Run with or without Docker

Running the flask app with Docker (recommended):

Requirements:

GNU/Linux x86_64 with kernel version > 3.10
Docker >= 19.03
docker-compose >= 1.28.0
NVIDIA GPU with Architecture >= Kepler (or compute capability 3.0)
NVIDIA Linux drivers >= 418.81.07 (Note that older driver releases or branches are unsupported.)
NVIDIA Container Toolkit and nvidia-docker2

Then, just run sudo docker-compose up -d --build and go to 127.0.0.1:5000 in your browser. To stop it, run sudo docker-compose down.

Running the flask app without Docker:

It is highly recommended to create a virtual environment and install these packages. Then, change directory to App, run the following commands:

export FLASK_APP=app
flask run

and go to 127.0.0.1:5000 in your browser.

Clothing Detection

Disclaimer - This is not a fair comparison between the 3 approaches. Since the dataset is really big, a lot of time and resources would be required to reach convergence and find the best hyperparameters on each one of them.

Dataset

The dataset used is Deepfashion2. Find instructions on downloading it and lots of details here.
Also, I provided the code necessary for converting the dataset into coco and yolo formats.

YOLOv5

Check out the official repository. If you only want to run inference, there is no need to clone their repo since we are using PyTorch Hub, but is highly recommended to run it in a virtual environment with the installed requirements, which you can find in their repo.
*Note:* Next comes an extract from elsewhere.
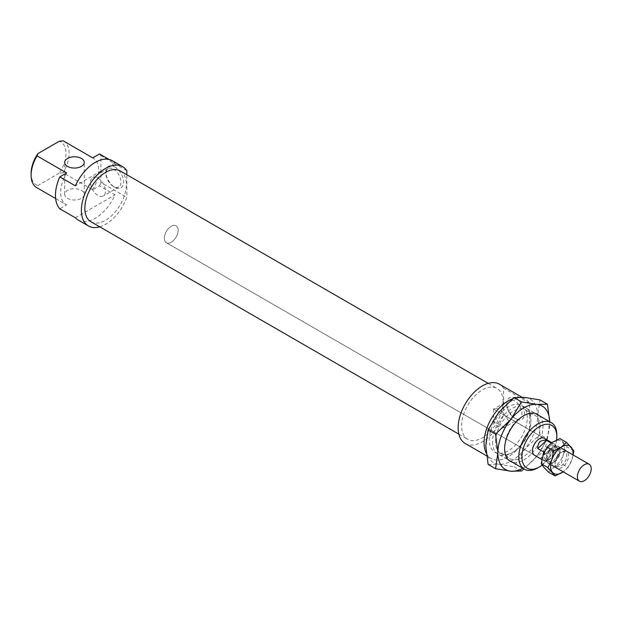 <?xml version="1.0" encoding="UTF-8"?>
<svg xmlns="http://www.w3.org/2000/svg" width="622" height="622" viewBox="0 0 622 622"><rect width="100%" height="100%" fill="white"/><g stroke="black" fill="none" stroke-linecap="round" stroke-linejoin="round"><path stroke-width="0.47" stroke-dasharray="3.11 2.33" d="M558.214 449.519A7.946 4.587 120 0 0 556.822 447.684A7.946 4.587 120 0 0 548.884 452.272A7.946 4.587 120 0 0 548.884 461.446A7.946 4.587 120 0 0 555.765 458.43A7.946 4.587 120 0 0 558.214 449.519M559.442 448.353A9.773 5.645 120 0 0 557.74 446.098A9.773 5.645 120 0 0 547.966 451.743A9.773 5.645 120 0 0 547.966 463.032A9.773 5.645 120 0 0 556.441 459.316A9.773 5.645 120 0 0 559.442 448.353M542.913 455.483A9.773 5.645 120 0 0 544.856 461.236A9.773 5.645 120 0 0 546.94 461.679L555.664 453.469A9.773 5.645 120 0 0 556.332 446.557A9.773 5.645 120 0 0 554.63 444.302A9.773 5.645 120 0 0 552.546 443.851L546.124 449.9A7.946 4.587 120 0 0 545.774 459.65A7.946 4.587 120 0 0 549.242 459.518A7.946 4.587 120 0 0 553.362 455.638A7.946 4.587 120 0 0 555.096 447.723A7.946 4.587 120 0 0 553.712 445.888A7.946 4.587 120 0 0 550.245 446.021A7.946 4.587 120 0 0 546.124 449.9L544.538 451.393M177.853 228.049A9.773 5.645 120 0 0 176.15 225.786A9.773 5.645 120 0 0 166.369 231.431A9.773 5.645 120 0 0 166.369 242.72A9.773 5.645 120 0 0 174.844 239.003A9.773 5.645 120 0 0 177.853 228.049M551.232 443.097L552.546 443.851M555.664 453.469L549.615 449.978L540.891 458.189L546.94 461.679M549.615 449.978C545.113 453.516 542.205 456.253 540.891 458.189M539.08 415.566A27.127 15.667 -60 0 1 543.006 426.723A27.127 15.667 -60 0 1 532.331 452.738A27.127 15.667 -60 0 1 512.194 462.13M522.838 468.28A36.659 21.164 120 0 0 536.778 456.245A36.659 21.164 120 0 0 549.739 422.836A36.659 21.164 120 0 0 549.724 421.716L547.43 438.782L539.958 434.467L537.641 415.846A36.659 21.164 -60 0 1 524.68 449.255A36.659 21.164 -60 0 1 498.758 464.222A36.659 21.164 -60 0 1 485.798 445.78A36.659 21.164 -60 0 1 498.758 412.378A36.659 21.164 -60 0 1 524.68 397.411A36.659 21.164 -60 0 1 537.641 415.846L539.958 399.907M492.538 441.892A27.127 15.667 120 0 0 511.719 452.964A27.127 15.667 120 0 0 530.908 419.741A27.127 15.667 120 0 0 511.719 408.662A27.127 15.667 120 0 0 492.538 441.892M547.43 438.782L536.778 456.245L524.043 468.972M521.5 471.033L514.036 466.718L524.68 449.255L539.958 434.467M488.114 464.401L498.758 464.222L514.036 466.718M540.067 426.723A25.051 14.462 120 0 0 534.873 415.255A25.051 14.462 120 0 0 522.348 416.499A25.051 14.462 120 0 0 504.636 447.179A25.051 14.462 120 0 0 509.822 458.647A25.051 14.462 120 0 0 529.128 451.937A25.051 14.462 120 0 0 540.067 426.723M495.477 441.892A25.051 14.462 -60 0 1 506.409 416.678A25.051 14.462 -60 0 1 525.714 409.968A25.051 14.462 -60 0 1 530.908 421.436A25.051 14.462 -60 0 1 513.189 452.116A25.051 14.462 -60 0 1 500.663 453.36A25.051 14.462 -60 0 1 495.477 441.892M549.483 450.476A9.47 5.466 120 0 0 546.684 460.311A9.47 5.466 120 0 0 552.375 462.916A9.47 5.466 120 0 0 559.847 449.978A9.47 5.466 120 0 0 549.483 450.476M552.468 442.242A15.884 9.175 -60 0 1 562.545 442.164A15.884 9.175 -60 0 1 563.275 454.69A15.884 9.175 -60 0 1 553.93 467.285A15.884 9.175 -60 0 1 543.853 467.355A15.884 9.175 -60 0 1 543.123 454.837A15.884 9.175 -60 0 1 552.468 442.242M573.15 454.993L571.913 459.681L568.042 467.472L561.402 463.639L563.275 454.69L567.147 446.899L559.948 438.596M573.779 450.725L567.147 446.899M548.456 472.09L553.93 467.285L561.402 463.639M568.042 467.472L563.221 471.834A15.884 9.175 120 0 0 571.913 459.681A15.884 9.175 120 0 0 572.986 454.9M558.121 455.467A9.47 5.466 120 0 0 555.143 463.615A9.47 5.466 120 0 0 561.837 467.487A9.47 5.466 120 0 0 568.539 455.887A9.47 5.466 120 0 0 561.837 452.023A9.47 5.466 120 0 0 558.121 455.467M557.74 455.522A8.249 4.766 -60 0 1 560.974 452.521A8.249 4.766 -60 0 1 565.103 452.108A8.249 4.766 -60 0 1 565.103 461.633A8.249 4.766 -60 0 1 556.853 466.399A8.249 4.766 -60 0 1 555.143 462.62A8.249 4.766 -60 0 1 557.74 455.522M550.952 451.603A8.249 4.766 -60 0 1 558.315 448.19A8.249 4.766 -60 0 1 559.979 451.168A8.249 4.766 -60 0 1 553.479 462.434A8.249 4.766 -60 0 1 550.066 462.48A8.249 4.766 -60 0 1 550.952 451.603M503.081 401.882A29.327 16.934 120 0 0 497.009 388.455A29.327 16.934 120 0 0 467.674 405.388A29.327 16.934 120 0 0 467.674 439.256A29.327 16.934 120 0 0 490.276 431.396A29.327 16.934 120 0 0 503.081 401.882M529.524 403.204L503.602 388.237L503.602 414.928L529.524 429.895L529.524 403.204A34.218 19.756 120 0 0 525.372 399.184A34.218 19.756 120 0 0 512.388 398.912M503.602 388.237A34.218 19.756 120 0 0 499.45 384.217M465.233 443.486A34.218 19.756 120 0 0 503.602 414.928M90.921 221.735A29.327 16.934 120 0 0 113.523 213.882A29.327 16.934 120 0 0 126.328 184.361A29.327 16.934 120 0 0 120.248 170.933M99.738 226.828A34.218 19.756 120 0 0 126.841 197.407L126.841 174.743M78.108 219.986A34.218 19.756 120 0 0 115.07 194.849L99.52 185.869L92.709 189.803L63.156 172.737L59.207 173.219A24.686 14.252 120 0 0 59.207 141.295M59.207 173.219L37.903 185.527L37.063 187.805L66.616 204.871L59.805 208.798M31.1 173.491A24.686 14.252 120 0 0 37.903 185.527M178.172 230.264A9.773 5.645 120 0 0 176.15 225.786A9.773 5.645 120 0 0 166.369 231.431A9.773 5.645 120 0 0 166.369 242.72A9.773 5.645 120 0 0 173.903 240.1A9.773 5.645 120 0 0 178.172 230.264M66.616 172.939A26.886 15.519 120 0 0 66.22 204.654A26.886 15.519 120 0 0 66.616 204.871M75.363 217.778L115.07 194.849M109.044 159.442L115.07 162.925A34.218 19.756 120 0 0 112.325 160.717M115.07 162.925L75.363 185.846M527.277 417.844A26.886 15.519 120 0 0 521.71 405.536A26.886 15.519 120 0 0 494.824 421.063A26.886 15.519 120 0 0 494.824 452.101A26.886 15.519 120 0 0 515.537 444.901A26.886 15.519 120 0 0 527.277 417.844M486.202 453.026A34.218 19.756 120 0 0 491.155 458.453A34.218 19.756 120 0 0 529.524 429.895M126.841 170.723L100.919 155.757L100.919 182.44L126.841 197.407M99.52 185.869A34.218 19.756 120 0 0 100.919 182.44M92.709 189.803A26.886 15.519 120 0 0 93.106 158.089A26.886 15.519 120 0 0 92.709 157.871L93.106 158.089M100.919 155.757A34.218 19.756 120 0 0 99.52 153.945M114.743 166.898A12.463 7.2 -120 0 0 105.934 171.991A12.463 7.2 -120 0 0 114.743 187.261A12.463 7.2 -120 0 0 123.56 182.168A12.463 7.2 -120 0 0 114.743 166.898M515.7 398.391A12.463 7.2 -120 0 0 506.883 403.476A12.463 7.2 -120 0 0 515.692 418.746A12.463 7.2 -120 0 0 524.509 413.653A12.463 7.2 -120 0 0 515.7 398.391M97.981 178.079A10.628 6.134 60 0 1 104.931 187.447A10.628 6.134 60 0 1 103.299 195.969A10.628 6.134 60 0 1 92.67 189.827A10.628 6.134 60 0 1 92.67 177.55A10.628 6.134 60 0 1 97.981 178.079M493.557 409.074L505.041 415.667L508.866 421.187L504.31 427.415L493.557 421.203L493.557 409.074A10.628 6.134 60 0 1 493.619 409.035A10.628 6.134 60 0 1 504.31 415.286M504.31 427.415A10.628 6.134 60 0 1 504.248 427.454A10.628 6.134 60 0 1 493.557 421.203M534.485 455.25L166.369 242.72L534.485 455.25A9.773 5.645 120 0 0 542.019 452.629A9.773 5.645 120 0 0 546.287 442.786A9.773 5.645 120 0 0 544.258 438.316L493.619 409.074M556.612 439.979A24.686 14.252 -60 0 1 542.096 465.116M81.389 190.348A9.773 5.645 180 0 1 84.258 194.344A9.773 5.645 180 0 1 74.477 199.989A9.773 5.645 180 0 1 64.704 194.344A9.773 5.645 180 0 1 70.737 189.127A9.773 5.645 180 0 1 81.389 190.348M63.553 141.023A26.886 15.519 -60 0 1 63.156 172.737M37.063 187.805A26.886 15.519 -60 0 1 36.667 187.587M537.82 467.837A26.886 15.519 120 0 0 556.83 434.91M509.021 412.277A10.628 6.134 60 0 1 506.883 404.976A10.628 6.134 60 0 1 509.084 400.109A10.628 6.134 60 0 1 514.402 400.63A10.628 6.134 60 0 1 521.345 409.999A10.628 6.134 60 0 1 519.72 418.52A10.628 6.134 60 0 1 514.402 417.992A10.628 6.134 60 0 1 509.021 412.277M113.453 169.145A10.628 6.134 60 0 1 120.396 178.514A10.628 6.134 60 0 1 118.763 187.035A10.628 6.134 60 0 1 113.453 186.507A10.628 6.134 60 0 1 105.934 173.491A10.628 6.134 60 0 1 108.135 168.624A10.628 6.134 60 0 1 113.453 169.145M541.886 459.518L544.856 461.236M551.823 442.677L554.63 444.302M545.774 459.65L548.884 461.446M553.712 445.888L556.822 447.684M547.966 463.032L550.688 464.603M557.74 446.098L560.469 447.669M504.636 447.179L504.636 448.874M522.348 416.499L523.817 415.651M530.908 421.436L530.908 419.741M513.189 452.116L511.719 452.964M500.663 453.36L509.822 458.647M525.714 409.968L534.873 415.255M555.143 462.62L555.143 463.615M560.974 452.521L561.837 452.023M550.066 462.48L556.853 466.399M558.315 448.19L565.103 452.108M559.979 451.168L559.847 449.978M553.479 462.434L552.375 462.916M55.638 198.542L66.22 204.654M494.824 452.101L508.563 460.039M521.71 405.536L535.441 413.467M509.084 400.109L493.619 409.035M519.72 418.52L504.248 427.454M514.402 417.992L515.692 418.746M506.883 404.976L506.883 403.476M113.453 186.507L114.743 187.261M105.934 173.491L105.934 171.991M108.135 168.624L92.67 177.55M118.763 187.035L103.299 195.969M84.258 194.344L84.258 162.412M64.704 194.344L64.704 162.412M505.041 415.667L544.258 438.316M458.865 434.164L467.674 439.256M488.192 383.37L497.009 388.455M486.544 455.794L491.155 458.453M521.975 397.225L525.372 399.184"/><path stroke-width="0.93" d="M590.9 466.516A9.773 5.645 120 0 0 589.197 464.253A9.773 5.645 120 0 0 579.416 469.898A9.773 5.645 120 0 0 579.416 481.187A9.773 5.645 120 0 0 587.891 477.478A9.773 5.645 120 0 0 590.9 466.516M544.538 451.393L543.822 452.062A9.773 5.645 120 0 0 542.913 455.483M543.822 452.062L537.773 448.571L546.497 440.36L551.232 443.097M537.773 448.571C537.719 442.405 540.619 439.668 546.497 440.36M512.194 462.13A27.127 15.667 -60 0 1 504.636 448.874A27.127 15.667 -60 0 1 523.817 415.651A27.127 15.667 -60 0 1 539.08 415.566M524.043 468.972L521.5 471.033L510.856 471.212L495.578 468.716L497.895 452.769L495.578 434.148L510.856 419.36L521.5 401.898L536.778 404.393L547.43 404.214L549.731 421.716A36.659 21.164 120 0 0 536.778 404.393A36.659 21.164 120 0 0 510.856 419.36A36.659 21.164 120 0 0 497.895 452.769A36.659 21.164 120 0 0 510.856 471.212A36.659 21.164 120 0 0 522.838 468.28M521.5 401.898L514.036 397.59L498.758 412.378L488.114 429.841L485.798 445.78L488.114 464.401L495.578 468.716M495.578 434.148L488.114 429.841M547.43 404.214L539.958 399.907L524.68 397.411L514.036 397.59M543.853 467.355L548.456 472.09L555.096 475.916L547.896 467.62L541.257 463.787L543.853 467.355M547.896 467.62L551.768 459.829L553.634 450.872L547.002 447.039L543.123 454.837L541.257 463.787M553.634 450.872L561.114 447.226L566.58 442.429L559.948 438.596L552.468 442.242L547.002 447.039M566.58 442.429L573.779 450.725L573.15 454.993M572.986 454.9A15.884 9.175 120 0 0 571.183 447.156A15.884 9.175 120 0 0 561.114 447.226A15.884 9.175 120 0 0 551.768 459.829A15.884 9.175 120 0 0 552.499 472.347A15.884 9.175 120 0 0 562.568 472.277A15.884 9.175 120 0 0 563.213 471.834L555.096 475.916M521.975 397.225L499.45 384.217A34.218 19.756 120 0 0 465.233 403.973A34.218 19.756 120 0 0 465.233 443.486L486.544 455.794M488.192 383.37L120.248 170.933A29.327 16.934 120 0 0 90.921 187.867A29.327 16.934 120 0 0 90.921 221.735L458.865 434.164M126.841 174.743L126.841 170.723A34.218 19.756 120 0 0 122.697 166.704A34.218 19.756 120 0 0 88.479 186.46A34.218 19.756 120 0 0 88.479 225.973A34.218 19.756 120 0 0 99.738 226.828M37.903 153.595A24.686 14.252 120 0 0 31.1 173.491L31.1 175.287A26.886 15.519 -60 0 1 37.063 155.873L37.903 153.595L59.207 141.295L63.156 140.813L92.709 157.871L99.52 153.945L109.044 159.442M122.697 166.704L112.325 160.717A34.218 19.756 120 0 0 75.363 185.846L59.805 176.866L66.616 172.939L37.063 155.873M59.805 176.866A34.218 19.756 120 0 0 59.805 208.798L75.363 217.778A34.218 19.756 120 0 0 78.108 219.986L88.479 225.973M512.388 398.912A34.218 19.756 120 0 0 489.141 422.742A34.218 19.756 120 0 0 486.202 453.026M551.823 442.677L544.258 438.316A9.773 5.645 120 0 0 534.485 443.96A9.773 5.645 120 0 0 534.485 455.25L541.886 459.518M542.096 465.116A24.686 14.252 -60 0 1 539.375 466.935A24.686 14.252 -60 0 1 521.92 456.859A24.686 14.252 -60 0 1 539.375 426.622A24.686 14.252 -60 0 1 556.83 436.706A24.686 14.252 -60 0 1 556.612 439.979M81.389 158.423A9.773 5.645 0 0 0 70.737 157.195A9.773 5.645 0 0 0 64.704 162.412A9.773 5.645 0 0 0 74.477 168.057A9.773 5.645 0 0 0 84.258 162.412A9.773 5.645 0 0 0 81.389 158.423M63.156 140.813A26.886 15.519 -60 0 1 63.553 141.023L92.725 157.864M55.638 198.542L36.667 187.587A26.886 15.519 -60 0 1 31.1 175.287M556.83 436.706L556.83 434.91A26.886 15.519 120 0 0 551.263 422.602A26.886 15.519 120 0 0 530.543 429.802A26.886 15.519 120 0 0 518.81 456.859A26.886 15.519 120 0 0 524.377 469.167A26.886 15.519 120 0 0 537.82 467.837L539.375 466.935M550.688 464.603L579.416 481.187M560.469 447.669L589.197 464.253M508.563 460.039L524.377 469.167M535.441 413.467L551.263 422.602"/></g></svg>

Let's jump into the details:

First of all, in order to train on custom data, you will need to create a .yaml file describing the dataset.

path: ../Clothing Classification/Datasets/Deepfashion2/yolo_format
train: train/images
val: validation/images
test: # todo

# Classes
nc: 13
names: ['short sleeve top', 'long sleeve top', 'short sleeve outwear', 'long sleeve outwear',
'vest', 'sling', 'shorts', 'trousers', 'skirt', 'short sleeve dress', 'long sleeve dress',
'vest dress', 'sling dress']

Secondly, the labels need to be converted into YOLO format. You can do so with this piece of code.

Make sure to organise the directories in such way that the train and validation directories will each contain 2 directories called images and labels.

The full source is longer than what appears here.